Western activists and foreign aid experts often pretend as though material redistribution is enough to elevate the world’s poor. All we must do is give people the “tools” to do their work, they’ll say, and developing nations will take it from there.
What these “tools” consist of is a bit more blurry. The more serious development experts and economists recognize the need for immediate relief, but point to deeper factors and obstacles that prevent or accelerate the path to long-term prosperity and flourishing — “intangible assets and hidden liabilities,” as Arnold Kling and Nick Schulz have put it.

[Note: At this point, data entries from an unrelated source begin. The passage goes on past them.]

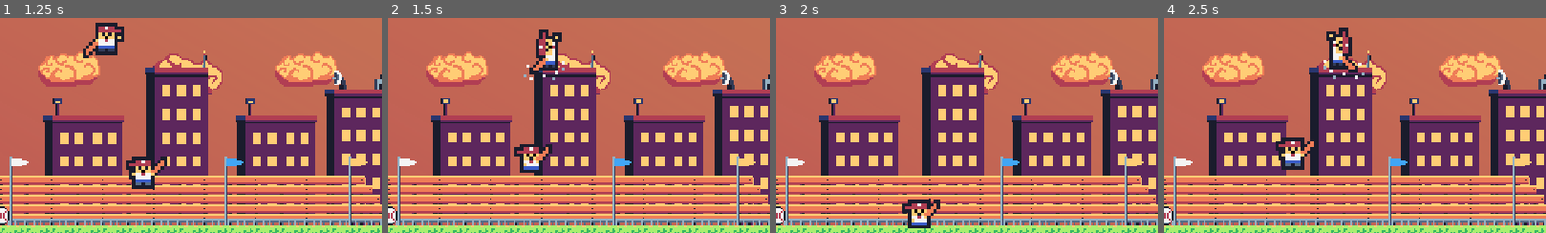
Above: before the commit, frames 1-4 (left to right).
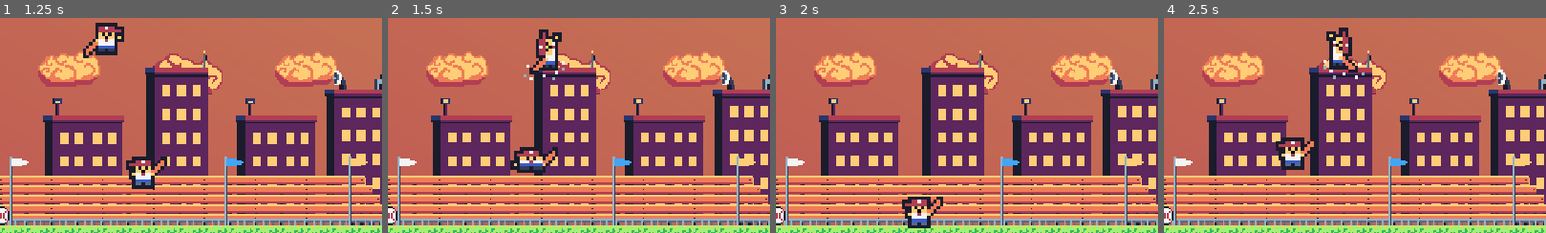
Above: after the commit, the same moments.

Repository: vmfragoso/paipo-game
Game: Godot game, scene res://scenes/main.tscn
Two runs of this game, one before a commit and one after it. Both use one fixed random seed, a clock stepped at 60 frames per second and the inputs below.
Inputs (mouse positions are % of the whole screen's width and height, from its top left):
- Up to frame 1 (1.25 s): move the mouse to (72, 45) at 0.52 s; hold D (right-move) from 0.53 s (still down); tap Space (jump) at 0.6, 0.77, 1.07 s; tap Up (p2_jump) at 0.8 s
- Up to frame 2 (1.5 s): keep holding D (right-move); move the mouse to (30, 55) at 1.27 s; tap Up (p2_jump) at 1.35 s
- Up to frame 3 (2 s): keep holding D (right-move); tap Space (jump) at 1.52, 1.55, 1.82 s
- Up to frame 4 (2.5 s): move the mouse to (60, 28) at 2.02 s; release D (right-move) at 2.03 s; hold A (left-move) from 2.03 s (still down); tap Left (p2_left) at 2.1 s; tap Up (p2_jump) at 2.3 s
The pictures show only the part of the screen within x 50-100%, y 4-54%; the shares and areas given below are measured in that part.

Frame 1 is identical in both runs. In frame 2, 1.0% of the frame differs, in the area x 32-45%, y 58-72%; in frame 3, 0.7%; in frame 4, nothing differs.

Commit message:
fix: update animation name for double jump in player2

Diff:
--- a/scenes/player.gd
+++ b/scenes/player.gd
@@ -13,7 +13,6 @@
 ## ON READY NOTATION VAR
 @onready var animation = $AnimatedSprite2D
 @onready var hitbox = $Hitbox/CollisionShape2D
-@onready var camera = $Camera2D
 
 func _ready():
 	$Hitbox.body_entered.connect(_on_hit_box_body_entered)
--- a/scenes/player2.gd
+++ b/scenes/player2.gd
@@ -38,7 +38,7 @@
 	if Input.is_action_just_pressed("p2_jump") and not is_on_floor():
 		print("velocity .y  PULO DUPLO=",velocity.y)
 		velocity .y = p2_jump_FORCE
-		animation.play("p2_jump")
+		animation.play("jump")
 
 
 	# p2_swing

One such overlooked asset is cultural capital and the ripple effect it yields on a society’s underlying attitudes and overarching philosophy of life. In an excerpt from the PovertyCure series, Michael Miller and Michael Fairbanks explain why it matters.
As Fairbanks explains:
The most important type of capital is cultural capital, and by cultural capital I don’t mean just food and music and fashion and language. These are very valuable things, but I mean, how does a group of people attach meaning in their lives? Are they tolerant of people unlike themselves? Are they optimistic about the future? Do they believe in competition?

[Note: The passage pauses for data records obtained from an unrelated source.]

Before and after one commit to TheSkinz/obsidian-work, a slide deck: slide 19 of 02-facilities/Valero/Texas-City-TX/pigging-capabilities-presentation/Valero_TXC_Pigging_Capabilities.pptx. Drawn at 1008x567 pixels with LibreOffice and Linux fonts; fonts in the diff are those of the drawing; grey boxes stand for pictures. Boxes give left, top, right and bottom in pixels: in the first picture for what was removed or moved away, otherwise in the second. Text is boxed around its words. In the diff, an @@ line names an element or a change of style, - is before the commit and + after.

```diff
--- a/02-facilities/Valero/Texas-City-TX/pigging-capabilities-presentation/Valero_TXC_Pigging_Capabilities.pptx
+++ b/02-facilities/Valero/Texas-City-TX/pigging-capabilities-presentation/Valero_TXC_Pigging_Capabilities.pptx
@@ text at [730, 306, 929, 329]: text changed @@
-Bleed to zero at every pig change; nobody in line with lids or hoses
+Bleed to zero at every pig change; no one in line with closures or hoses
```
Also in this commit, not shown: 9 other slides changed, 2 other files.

It’s trustful relationships…loving new ideas, loving the idea of serving the client very, very well. This cultural capital tells you if the country has the conditions to be prosperous in the future.
For those living in countries with higher levels of such capital, it can be easy to take it for granted, assuming society rolls along simply on the momentum of self-seeking investment and blind consumerism.
If society grasps the proper meaning of work — “as service to others and thus to God” — cultural and economic transformation is a natural byproduct.
Having a healthy understanding of God’s design for work is important for our individual lives, but here we see its importance for flourishing across society. Here we see it’s importance for an enduring economic order that is both just and prosperous.
“If a market is going to be sustainable in the long run, we need something very different from unconnected self-seeking individuals,” Miller concludes. “We need people who think of others, and who are rooted in their families and communities. We need a moral culture and a measure of trust that extends beyond family and clan.”